#### WHAT YOU HAVE TO DO
Your answer should consist of every line in the records that holds "extrude".

┌──

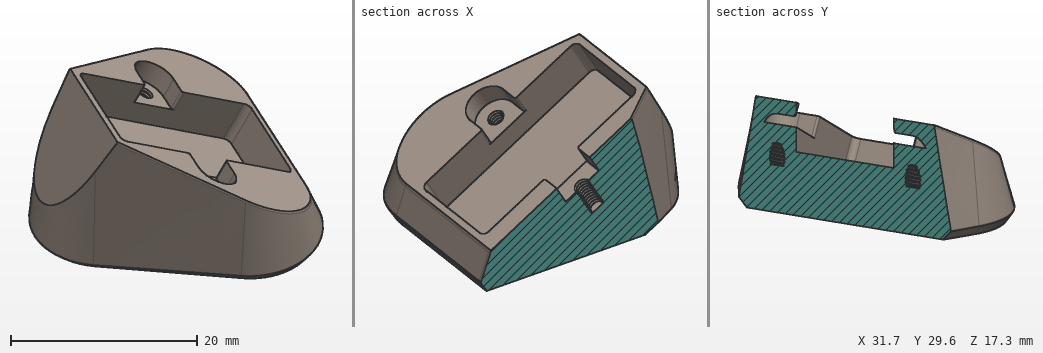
import cadquery as cq
import math

corner_spacing = 16.0
centre_to_back = corner_spacing / (2 * math.sqrt(3))
centre_to_front = 2 * centre_to_back

height = 17.31
base_radius = 7.0
rim_radius = 7.85
rim_shift = -0.06
rim_height = 1.26
rim_band = 0.15
rim_rise = 0.0118
top_radius = 6.22
top_shift = 0.19
top_stretch = 1.015
top_chamfer_inset = 0.1
top_chamfer_drop = 0.25
slope_angle = 30.0
ridge_y = -10.27

pocket_width = 12.0
pocket_length = 23.0
pocket_depth = 4.8
pocket_corner_radius = 0.75
ridge_to_pocket = 0.9
slot_width = 4.9
slot_depth = pocket_depth / 2
slot_centre_offset = 8.35
slot_mouth_radius = 0.25

thread_minor_diameter = 1.5
thread_major_diameter = 1.85
thread_pitch = 0.4
thread_turns = 10

slope_tangent = math.tan(math.radians(slope_angle))
top_height = height + slope_tangent * ridge_y
pocket_centre = ridge_to_pocket + pocket_length / 2

top_plane = cq.Plane(
    origin=(0, ridge_y, height),
    xDir=(1, 0, 0),
    normal=(0, math.sin(math.radians(slope_angle)), math.cos(math.radians(slope_angle))),
)


def outline(radius, shift, level, rise, stretch=1):
    """Rounded triangle, stretched in Y and dropped vertically onto the plane z = level + rise * y."""
    half = corner_spacing / 2
    back_y = shift + centre_to_back
    front_y = shift - centre_to_front

    def on_corner(centre_x, centre_y, angle):
        turn = math.radians(angle)
        return (centre_x + radius * math.cos(turn), centre_y + radius * math.sin(turn))

    flat = (
        cq.Workplane("XY")
        .moveTo(*on_corner(-half, back_y, 90))
        .lineTo(*on_corner(half, back_y, 90))
        .threePointArc(on_corner(half, back_y, 30), on_corner(half, back_y, -30))
        .lineTo(*on_corner(0, front_y, -30))
        .threePointArc(on_corner(0, front_y, -90), on_corner(0, front_y, -150))
        .lineTo(*on_corner(-half, back_y, -150))
        .threePointArc(on_corner(-half, back_y, 150), on_corner(-half, back_y, 90))
        .close()
        .val()
    )
    tilt = cq.Matrix([[1, 0, 0, 0], [0, stretch, 0, 0], [0, rise * stretch, 1, level]])
    return flat.transformGeometry(tilt)


def wedge_body():
    sections = [
        outline(base_radius, 0, 0, 0),
        outline(rim_radius, rim_shift, rim_height - rim_band, rim_rise),
        outline(rim_radius, rim_shift, rim_height, rim_rise),
        outline(top_radius, top_shift, top_height - top_chamfer_drop, -slope_tangent, top_stretch),
        outline(top_radius - top_chamfer_inset, top_shift, top_height, -slope_tangent, top_stretch),
    ]
    body = cq.Workplane(cq.Solid.makeLoft(sections, True))
    cutter_size = 4 * height
    front_cutter = (
        cq.Workplane(top_plane)
        .center(0, -cutter_size / 2)
        .rect(cutter_size, cutter_size)
        .extrude(cutter_size, both=True)
    )
    return body.cut(front_cutter)


def recess():
    """Rectangular pocket crossed by a shallower round-ended slot."""
    pocket = (
        cq.Workplane(top_plane)
        .center(0, pocket_centre)
        .rect(pocket_width, pocket_length)
        .extrude(-pocket_depth)
        .edges(cq.selectors.ParallelDirSelector(top_plane.zDir))
        .fillet(pocket_corner_radius)
    )
    slot = (
        cq.Workplane(top_plane)
        .center(0, pocket_centre)
        .slot2D(2 * slot_centre_offset + slot_width, slot_width)
        .extrude(-slot_depth)
    )
    return pocket.union(slot)


def slot_mouth_rounding(side_x, side_y):
    """Cutter that rounds one upright corner where the slot opens into the pocket."""
    corner_x = side_x * pocket_width / 2
    corner_y = pocket_centre + side_y * slot_width / 2
    reach_x = side_x * slot_mouth_radius
    reach_y = side_y * slot_mouth_radius
    middle = 1 - math.sqrt(0.5)
    return (
        cq.Workplane(top_plane)
        .moveTo(corner_x, corner_y)
        .lineTo(corner_x + reach_x, corner_y)
        .threePointArc(
            (corner_x + middle * reach_x, corner_y + middle * reach_y),
            (corner_x, corner_y + reach_y),
        )
        .close()
        .extrude(-slot_depth)
    )


def threaded_hole(side):
    """Blind screw hole below a slot end, with V-shaped ring grooves down its wall."""
    minor = thread_minor_diameter / 2
    major = thread_major_diameter / 2
    depth = thread_pitch * thread_turns
    profile = cq.Workplane("XZ").lineTo(major, 0)
    for turn in range(thread_turns):
        groove_top = -turn * thread_pitch
        profile = profile.lineTo(minor, groove_top - thread_pitch / 2)
        profile = profile.lineTo(major, groove_top - thread_pitch)
    cutter = profile.lineTo(0, -depth).close().revolve(360, (0, 0, 0), (0, 1, 0)).val()
    hole_top = cq.Vector(side * slot_centre_offset, pocket_centre, -slot_depth)
    hole_plane = cq.Plane(top_plane.toWorldCoords(hole_top), top_plane.xDir, top_plane.zDir)
    return cutter.moved(cq.Location(hole_plane))


result = wedge_body().cut(recess())
for side_x in (-1, 1):
    result = result.cut(cq.Workplane(threaded_hole(side_x)))
    for side_y in (-1, 1):
        result = result.cut(slot_mouth_rounding(side_x, side_y))
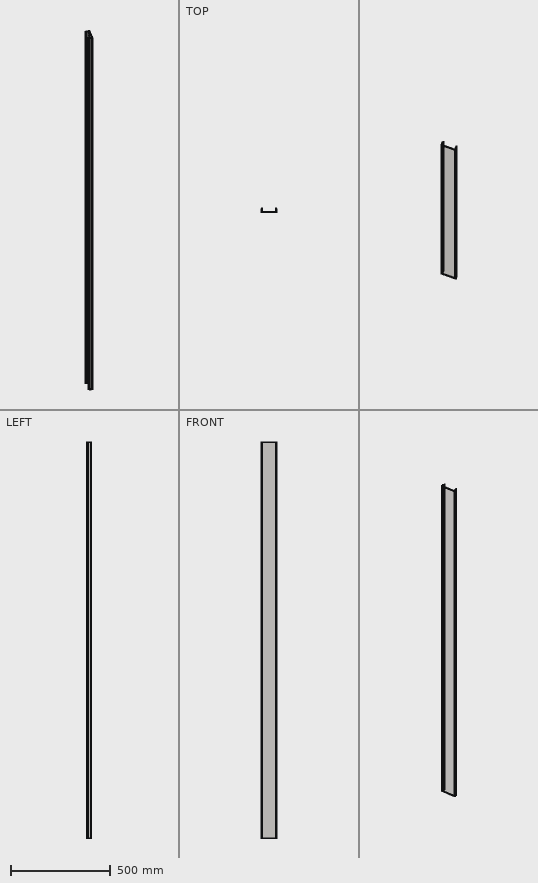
import cadquery as cq


length = 2000.0
width = 80.5
height = 21.0
web_thickness = 2.0
wall_thickness = 1.5
outer_wall_height = 15.0
web_overhang = 0.75
clip_leg_inset = 4.75

half_width = width / 2
outer_wall_center = half_width - web_overhang - wall_thickness / 2
clip_leg_center = half_width - clip_leg_inset - wall_thickness / 2


def make_plate(center_x, size_x, size_y):
    """Full-length plate standing on the outer face of the web (Y = 0)."""
    plate = cq.Workplane("XY").box(size_x, size_y, length, centered=(True, False, False))
    return plate.translate((center_x, 0, 0))


result = make_plate(0, width, web_thickness)
for side in (-1, 1):
    outer_wall = make_plate(side * outer_wall_center, wall_thickness, outer_wall_height)
    clip_leg = make_plate(side * clip_leg_center, wall_thickness, height)
    result = result.union(outer_wall).union(clip_leg)
result = result.clean()
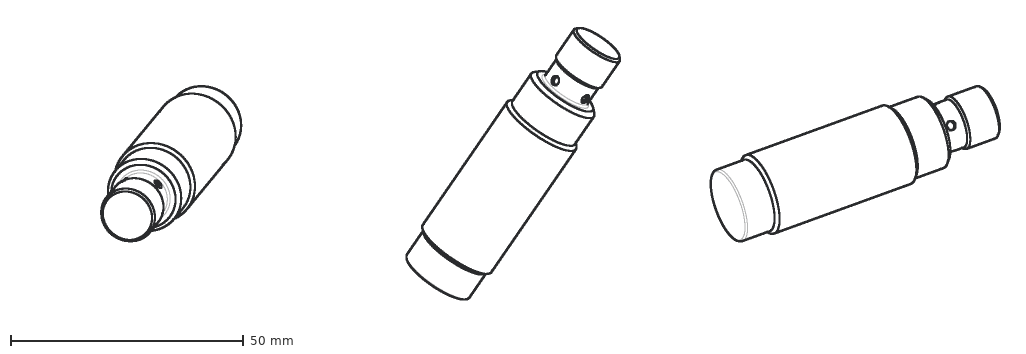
import cadquery as cq
import math

total_length = 63.5
front_y = -total_length / 2
rear_y = total_length / 2

barrel_radius = 9.0
shoulder_radius = 8.2
front_face_radius = 7.2
neck_radius = 5.5
cap_radius = 6.0

cap_length = 8.0
front_face_offset = 13.0
front_shoulder_length = 8.5
rear_shoulder_length = 7.0

cap_chamfer = cap_radius - neck_radius
front_face_chamfer = shoulder_radius - front_face_radius
barrel_chamfer = barrel_radius - shoulder_radius
neck_fillet = 0.5
rear_fillet = 0.4

hole_count = 4
first_hole_angle = 45.0
hole_radius = 1.0
hole_wall_depth = 0.9
dome_height = 0.7
hole_y = front_y + 11.0

diagonal = math.sqrt(0.5)


def turned_body():
    """Revolve the stepped half profile (radius, Y) about the Y axis."""
    cap_back_y = front_y + cap_length
    front_face_y = front_y + front_face_offset
    barrel_front_y = front_face_y + front_shoulder_length
    barrel_rear_y = rear_y - rear_shoulder_length

    neck_arc_radius = neck_radius + neck_fillet
    neck_arc_y = front_face_y - neck_fillet
    neck_arc_middle = (
        neck_arc_radius - neck_fillet * diagonal,
        neck_arc_y + neck_fillet * diagonal,
    )
    rear_arc_radius = shoulder_radius - rear_fillet
    rear_arc_y = rear_y - rear_fillet
    rear_arc_middle = (
        rear_arc_radius + rear_fillet * diagonal,
        rear_arc_y + rear_fillet * diagonal,
    )

    profile = (
        cq.Workplane("XY")
        .moveTo(0, front_y)
        .lineTo(cap_radius - cap_chamfer, front_y)
        .lineTo(cap_radius, front_y + cap_chamfer)
        .lineTo(cap_radius, cap_back_y - cap_chamfer)
        .lineTo(neck_radius, cap_back_y)
        .lineTo(neck_radius, neck_arc_y)
        .threePointArc(neck_arc_middle, (neck_arc_radius, front_face_y))
        .lineTo(front_face_radius, front_face_y)
        .lineTo(shoulder_radius, front_face_y + front_face_chamfer)
        .lineTo(shoulder_radius, barrel_front_y)
        .lineTo(barrel_radius, barrel_front_y + barrel_chamfer)
        .lineTo(barrel_radius, barrel_rear_y - barrel_chamfer)
        .lineTo(shoulder_radius, barrel_rear_y)
        .lineTo(shoulder_radius, rear_arc_y)
        .threePointArc(rear_arc_middle, (rear_arc_radius, rear_y))
        .lineTo(0, rear_y)
        .close()
    )
    return profile.revolve(360, (0, 0), (0, 1))


def neck_hole(angle):
    """Radial hole cutter with a domed floor, at an angle in degrees from +X toward +Z."""
    rim_x = neck_radius - hole_wall_depth
    dome_top_x = rim_x + dome_height
    outer_x = neck_radius + hole_wall_depth
    dome_radius = (hole_radius**2 + dome_height**2) / (2 * dome_height)
    dome_half_angle = math.asin(hole_radius / dome_radius) / 2
    dome_middle = (
        dome_top_x - dome_radius * (1 - math.cos(dome_half_angle)),
        dome_radius * math.sin(dome_half_angle),
    )
    cutter = (
        cq.Workplane("XY", origin=(0, hole_y, 0))
        .moveTo(dome_top_x, 0)
        .threePointArc(dome_middle, (rim_x, hole_radius))
        .lineTo(outer_x, hole_radius)
        .lineTo(outer_x, 0)
        .close()
        .revolve(360, (0, 0), (1, 0))
    )
    return cutter.rotate((0, 0, 0), (0, 1, 0), -angle)


result = turned_body()
for hole_index in range(hole_count):
    result = result.cut(neck_hole(first_hole_angle + hole_index * 360 / hole_count))

└──

#### YOUR RESPONSE
        .extrude(cutter_size, both=True)
        .extrude(-pocket_depth)
        .extrude(-slot_depth)
        .extrude(-slot_depth)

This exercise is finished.